Coach Spease: ‘We were just bad tonight’

The Owls allowed two power-play goals and were outshot 61-25 in their 8-2 loss to John Carroll University on Friday at the Flyers Skate Zone in Northeast Philadelphia.

Freshman goalie Ben Auerbach played nine games with the Eastern Hockey League’s Connecticut Nighthawks in 2015. He has played in four of Temple’s seven wins this season. COURTESY SNAPSHOT ACTION SPORTS PHOTOGRAPHY

All coach Mark Spease could do was shake his head outside of the locker room.

“We were just bad tonight,” he said. “We played terrible.”

Spease’s Temple club dropped its fourth game of the season and fell to 4-3-1 after its 8-2 loss to John Carroll University on Friday night at the Flyers Skate Zone in Northeast Philadelphia.

The Owls were outshot 61-25 and gave up two power-play goals and a short-handed goal. Sophomore goaltender Ben Auerbach started the game before junior goaltender Zach Burkhardt replaced him at the start of the third period. Auerbach allowed five goals on 34 shots.

Two of the goals Auerbach allowed came on John Carroll power plays. The Owls conceded eight power plays in their win against the Rochester Institute of Technology last Saturday and allowed a power-play goal in their shootout loss to the State University of New York at Oswego on Oct. 6.

John Carroll took the lead early with a goal off a rebound that came in front of the net and was rammed home at the 10-minute, 45-second mark of the first period. The Blue Streaks added another goal four minutes later.

Temple freshman forward Brendan Ondick scored with five minutes left in the first off of an assist from senior forward Joey Powell. The goal was Ondick’s fifth of the season, giving him 11 points. The Owls’ second goal came with 25 seconds left in the game off of the stick of freshman forward John Dern.

John Carroll’s first power play goal came less than two minutes into the second period to push the lead to 3-1. Auerbach made a huge save shortly after in a one-on-one situation.

After John Carroll scored its fifth goal with less than two minutes left in the second, assistant coach Zach Jones, who handles goaltender decisions according to head coach Mark Spease, decided to go with Burkhardt to start the third. The team wanted him fresh for Saturday’s game against the Blue Streaks, Jones said.

“There’s no point in letting him face another 20 shots,” Jones said.

“I was expecting it,” Auerbach said. “You can ask any guy in the locker room, they’re gonna say we didn’t do our job tonight. It’s 5-1, we’re getting outshot two to one basically. Not really much of a game there. I probably, if I was in the coach’s position, I would have done the same thing.”

Burkhardt wanted to get settled and had the opportunity to do so after facing four quick shots to start the third. He allowed three goals on 27 shots.

The first goal Burkhardt allowed came off of on an odd-man rush that resulted from an intercepted breakout pass from the Temple blue line while the Owls were on the power play. The third goal, John Carroll’s eighth of the night, rolled over the line after Burkhardt got a piece of the puck while he was down from a previous scoring chance.

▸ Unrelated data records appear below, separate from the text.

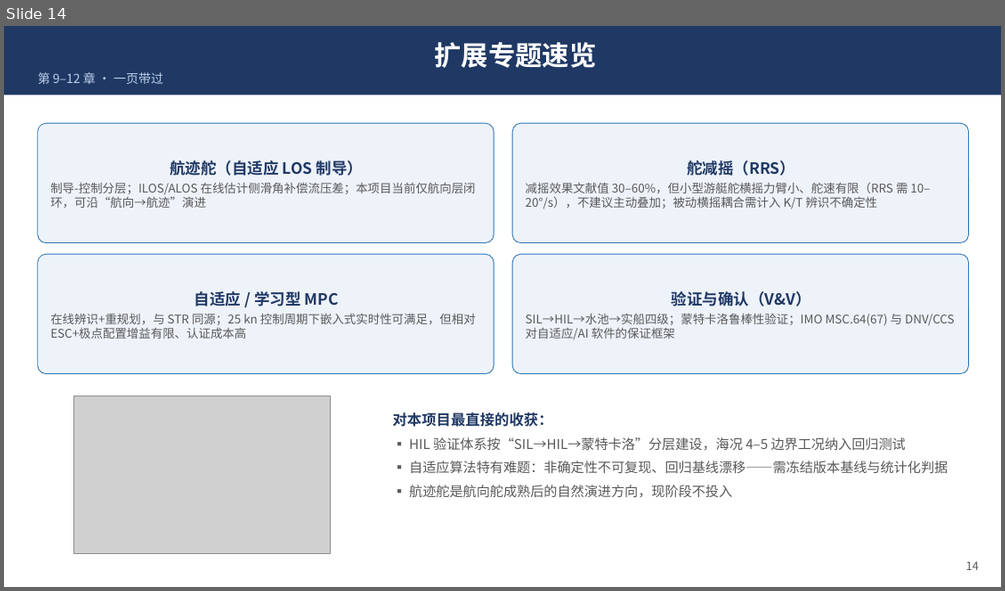
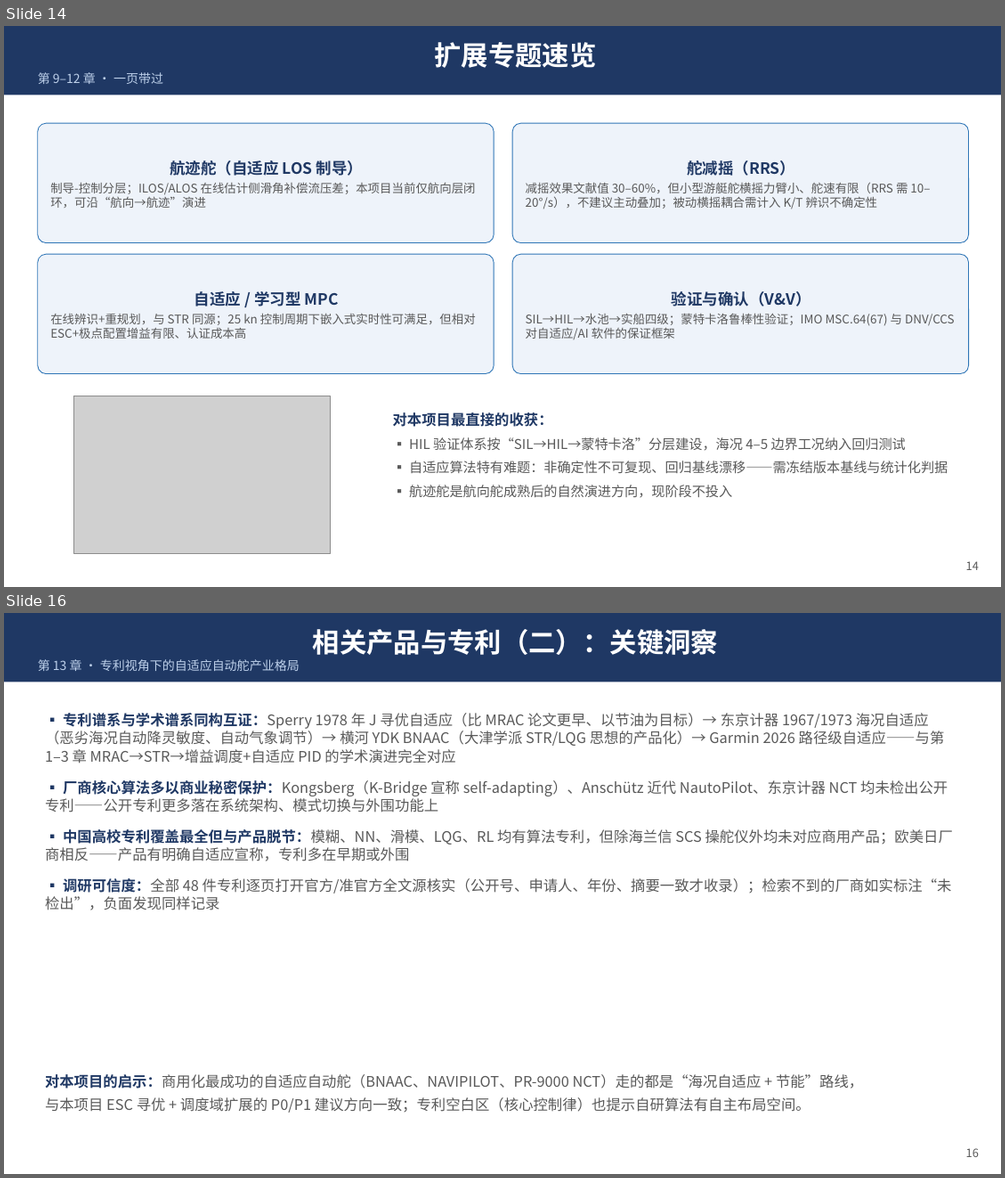
Before and after one commit to jimaka/auto_rudder, a slide deck: docs/adaptive_autopilot_research/自动舵自适应算法调研汇报.pptx. Shown one above the other, each under a label of ours: slide 14 before the commit, slides 14 and 16 after it; the slides between them are not shown. The pictures are 1005x591 and 1005x1178 pixels, drawn with LibreOffice and Linux fonts; fonts in the diff are those of the drawing; grey boxes stand for pictures. Boxes give left, top, right and bottom in pixels: in the first picture for what was removed or moved away, otherwise in the second. Text is boxed around its words. In the diff, an @@ line names an element or a change of style, - is before the commit and + after.

Commit message:
docs: 汇报PPT同步新增产品与专利两页（共18页）

```diff
--- a/docs/adaptive_autopilot_research/自动舵自适应算法调研汇报.pptx
+++ b/docs/adaptive_autopilot_research/自动舵自适应算法调研汇报.pptx
@@ slide 16 added at box(4, 613, 1001, 1174), background #FFFFFF @@
@@ rectangle added at box(4, 613, 1001, 682), fill #1F3864, 12 pt, text #BDD0EA @@
+相关产品与专利（二）：关键洞察
+第 13 章 · 专利视角下的自适应自动舵产业格局
@@ text added at box(45, 713, 953, 910), 14 pt, text #595959 @@
+▪ 专利谱系与学术谱系同构互证：Sperry 1978 年 J 寻优自适应（比 MRAC 论文更早、以节油为目标）→ 东京计器 1967/1973 海况自适应（恶劣海况自动降灵敏度、自动气象调节）→ 横河 YDK BNAAC（大津学派 STR/LQG 思想的产品化）→ Garmin 2026 路径级自适应——与第 1–3 章 MRAC→STR→增益调度+自适应 PID 的学术演进完全对应
+▪ 厂商核心算法多以商业秘密保护：Kongsberg（K-Bridge 宣称 self-adapting）、Anschütz 近代 NautoPilot、东京计器 NCT 均未检出公开专利——公开专利更多落在系统架构、模式切换与外围功能上
+▪ 中国高校专利覆盖最全但与产品脱节：模糊、NN、滑模、LQG、RL 均有算法专利，但除海兰信 SCS 操舵仪外均未对应商用产品；欧美日厂商相反——产品有明确自适应宣称，专利多在早期或外围
+▪ 调研可信度：全部 48 件专利逐页打开官方/准官方全文源核实（公开号、申请人、年份、摘要一致才收录）；检索不到的厂商如实标注“未检出”，负面发现同样记录
@@ text added at box(45, 1074, 863, 1112), 14 pt, text #595959 @@
+对本项目的启示：商用化最成功的自适应自动舵（BNAAC、NAVIPILOT、PR-9000 NCT）走的都是“海况自适应 + 节能”路线，
+与本项目 ESC 寻优 + 调度域扩展的 P0/P1 建议方向一致；专利空白区（核心控制律）也提示自研算法有自主布局空间。
@@ text added at box(966, 1148, 979, 1157), 11 pt, text #595959 @@
+16
```
Also in this commit, not shown: 1 slide changed, 1 other slide added.

After allowing four goals in their first two games, the Owls have allowed 30 goals in their last six games.

“Last week penalties killed us in Oswego, and today they killed us,” Spease said. “We got a lot of fixing to do. That was probably the worst game of hockey they played all year, unfortunately. We’re supposed to be getting better every week, and we didn’t get better today.”